UPDATE: March 16, 2021: The Senate is expected to vote on Boston Mayor Martin Walsh’s appointment as Labor secretary on March 22, according to the Boston Herald, ending speculation as to when his nomination by President Joe Biden will move forward.
The Senate is expected to make a cloture vote this week, a source close to the mayor told the Herald. This procedural step would clear a path for a final vote, which would come next Monday, March 22, the paper reported.
While Boston Mayor Marty Walsh awaits a full Senate vote to decide if he will become President Joe Biden's Secretary of Labor, a recent dustup over his city's contracts for women- and minority-owned businesses illustrates how he may approach the issue at the federal level.
It also shows the challenges Biden faces as the confirmation of his full Cabinet drags on, with just 13 of 23 positions filled. Last week, Neera Tanden withdrew her nomination to head the Office of Management and Budget over past controversial tweets.

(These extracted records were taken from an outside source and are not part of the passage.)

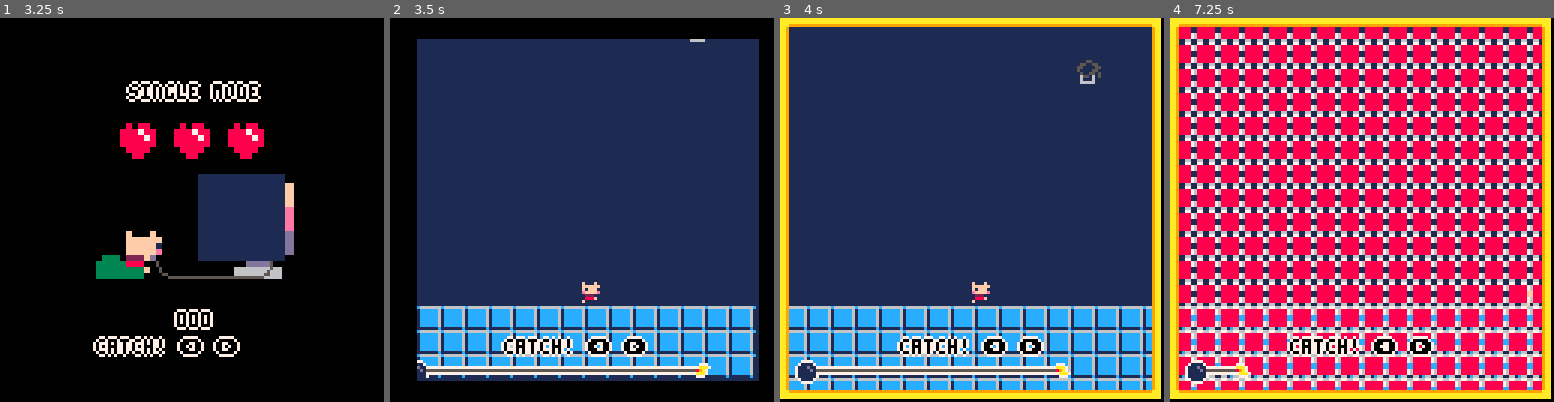
Above: before the commit, frames 1-4 (left to right).
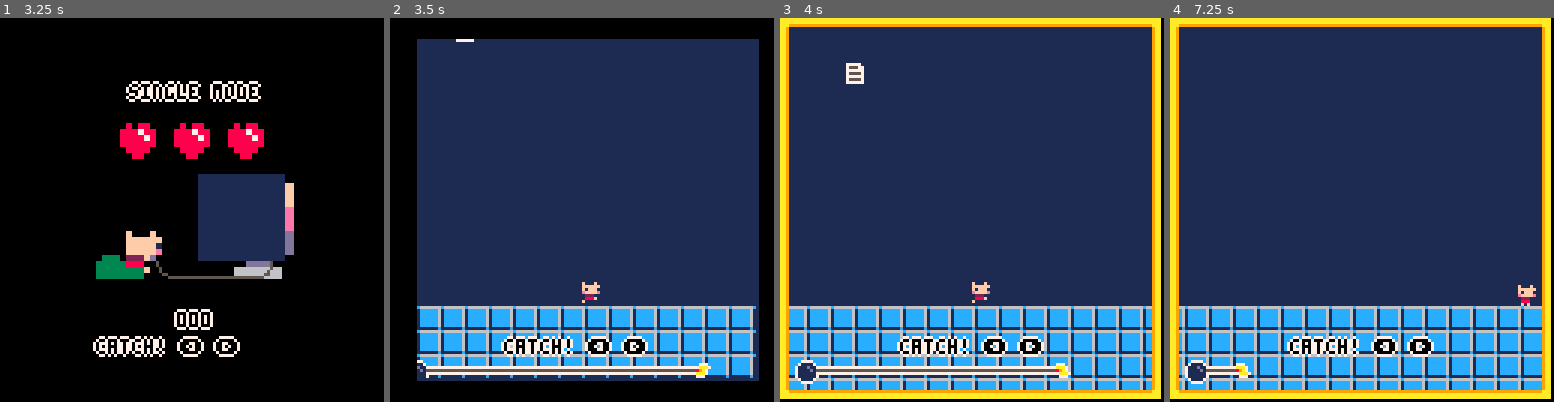
Above: after the commit, the same moments.

Repository: Kirais/PhDWare
Game: PICO-8 cartridge catch_phd_hat.p8
Two runs of this game, one before a commit and one after it. Both use one fixed random seed, a clock stepped at 60 frames per second and the inputs below.
Inputs:
- Up to frame 1 (3.25 s): tap O (Z key) at 0.7, 1.7, 2.1, 2.5, 2.9 s; hold Right 1.6-2.1 s; hold Right 2.47-3.03 s; hold Left from 3.08 s (still down)
- Up to frame 2 (3.5 s): keep holding Left; tap O (Z key) at 3.3 s
- Up to frame 3 (4 s): release Left at 3.58 s; tap O (Z key) at 3.7 s
- Up to frame 4 (7.25 s): hold Right 4.02-4.68 s; tap O (Z key) every 0.4 s from 4.1 to 6.9 s; hold Left 5.08-5.68 s; hold Right 6.08-6.58 s; hold Right 6.63-7.13 s

Frame 1 is identical in both runs. In frame 2, less than 0.1% of the frame differs, in the area x 17-83%, y 5-7%; in frame 3, 0.4%; in frame 4, 71%, in the area x 2-97%, y 2-97%.

Commit message:
Add paper

Diff:
--- a/catch_phd_hat.p8
+++ b/catch_phd_hat.p8
@@ -45,10 +45,17 @@
  t=0
  mt=0
 
+ -- paper
+ px=5+rnd(115)
+ py=0
+ pdy=0
+ paper_count=0
+
  -- hat
  hx=5+rnd(115)
  hy=0
  hdy=0
+ draw_hat=false
 
  -- player
  x=63
@@ -109,7 +116,10 @@
   return
  end
 
- update_hat()
+ update_paper()
+ if draw_hat then
+  update_hat()
+ end
  update_player(dt)
 end
 
@@ -137,6 +147,20 @@
  elseif x>115 then
   dx=0
   x=115
+ end
+
+ -- paper collision
+ if y>py
+ 	and y<py+10
+ 	and x>px-10
+ 	and x<px+10
+ then
+  pdy=0
+  paper_count+=1
+ end
+
+ if paper_count>=1 then
+  draw_hat=true
  end
 
  -- hat collision
@@ -172,8 +196,12 @@
   end
  end
 
+ --paper
+ spr(8,px,py)
  --hat
- spr(7,hx,hy)
+ if draw_hat then
+  spr(7,hx,hy)
+ end
  --player
  spr(frame,x,y)
 
@@ -189,6 +217,11 @@
   hdy+=3*1/60
   hy+=hdy
  end
+end
+
+function update_paper()
+ pdy+=3*1/60
+ py+=pdy
 end
 
 function win_message()
@@ -620,13 +653,13 @@
 
 __gfx__
 c66666660770077000000000000000000f000f000f000f0000000000000550000000000000000000000000000000000000000000000000000000000000000000
-1cccccc6688888870f000f000f000f000ffffff00ffffff00f000f00055005500000000000000000000000000000000000000000000000000000000000000000
-1cccccc6688888870ffffff00ffffff00f1fff100f1fff100ffffff0550000550000000000000000000000000000000000000000000000000000000000000000
-1cccccc6088888800f1fff100f1fff100effffe00effffe00f1fff10500005500000000000000000000000000000000000000000000000000000000000000000
-1cccccc6088888800effffe00effffe000222000002220000effffe0050055050000000000000000000000000000000000000000000000000000000000000000
-1cccccc668888887002220000022200000888f000f88800000222000065506050000000000000000000000000000000000000000000000000000000000000000
-1cccccc6688888870088800000888f000f00000000000f000f888000060006000000000000000000000000000000000000000000000000000000000000000000
-1111111c0660066000f0f00000f0000000000000000000000000f000066666000000000000000000000000000000000000000000000000000000000000000000
+1cccccc6688888870f000f000f000f000ffffff00ffffff00f000f00055005500777770000000000000000000000000000000000000000000000000000000000
+1cccccc6688888870ffffff00ffffff00f1fff100f1fff100ffffff0550000550755577000000000000000000000000000000000000000000000000000000000
+1cccccc6088888800f1fff100f1fff100effffe00effffe00f1fff10500005500777777000000000000000000000000000000000000000000000000000000000
+1cccccc6088888800effffe00effffe000222000002220000effffe0050055050755557000000000000000000000000000000000000000000000000000000000
+1cccccc668888887002220000022200000888f000f88800000222000065506050777777000000000000000000000000000000000000000000000000000000000
+1cccccc6688888870088800000888f000f00000000000f000f888000060006000755557000000000000000000000000000000000000000000000000000000000
+1111111c0660066000f0f00000f0000000000000000000000000f000066666000777777000000000000000000000000000000000000000000000000000000000
 0f0000f00f0000f000000000000000000f0000f00f0000f00000000000000000000000000f0000f00f0000f00000000000000000000000000000000000000000
 0f1ff1f00ffffff00f0000f00f0000f00ffffff00ffffff00f0000f00f0000f00f0000f00ffffff00ffffff00f0000f000000000000000000000000000000000
 0effffe00f1ff1f00ffffff00ffffff00f1ff1f00f1ff1f00ffffff00ffffff00ffffff00ffffff00ffffff00ffffff000000000000000000000000000000000

The issue in Boston goes back to 2018, when Walsh's administration commissioned an outside consultant to analyze the city's contracting award practices. Last month, Walsh released the results of the study, which showed that just 2.5% of $2.2 billion of city contracts and procurements were awarded to minority-owned businesses. Women-owned firms did slightly better, receiving 8.5%.
But both groups were underrepresented as a whole, because minority-owned businesses account for 5.7% of available firms and women-owned companies represent 11.2% in Boston. The study's results prompted three community groups to file a federal complaint alleging discrimination in the city’s contracting practices.
"Every day that the city fails to act, it perpetuates a public contracting system that excludes qualified minority business enterprises (MBEs) from equal opportunity," the suit reads.
New goals set
In response, Walsh, a former union organizer, issued an executive order setting explicit goals for the city to award 10% of contracts and procurement spending to minority-owned businesses and 15% to women-owned businesses, or 25% in total. Those ratios exceeded the recommendations in the study, which suggested the city award 16.9% of its dollars to those two groups combined.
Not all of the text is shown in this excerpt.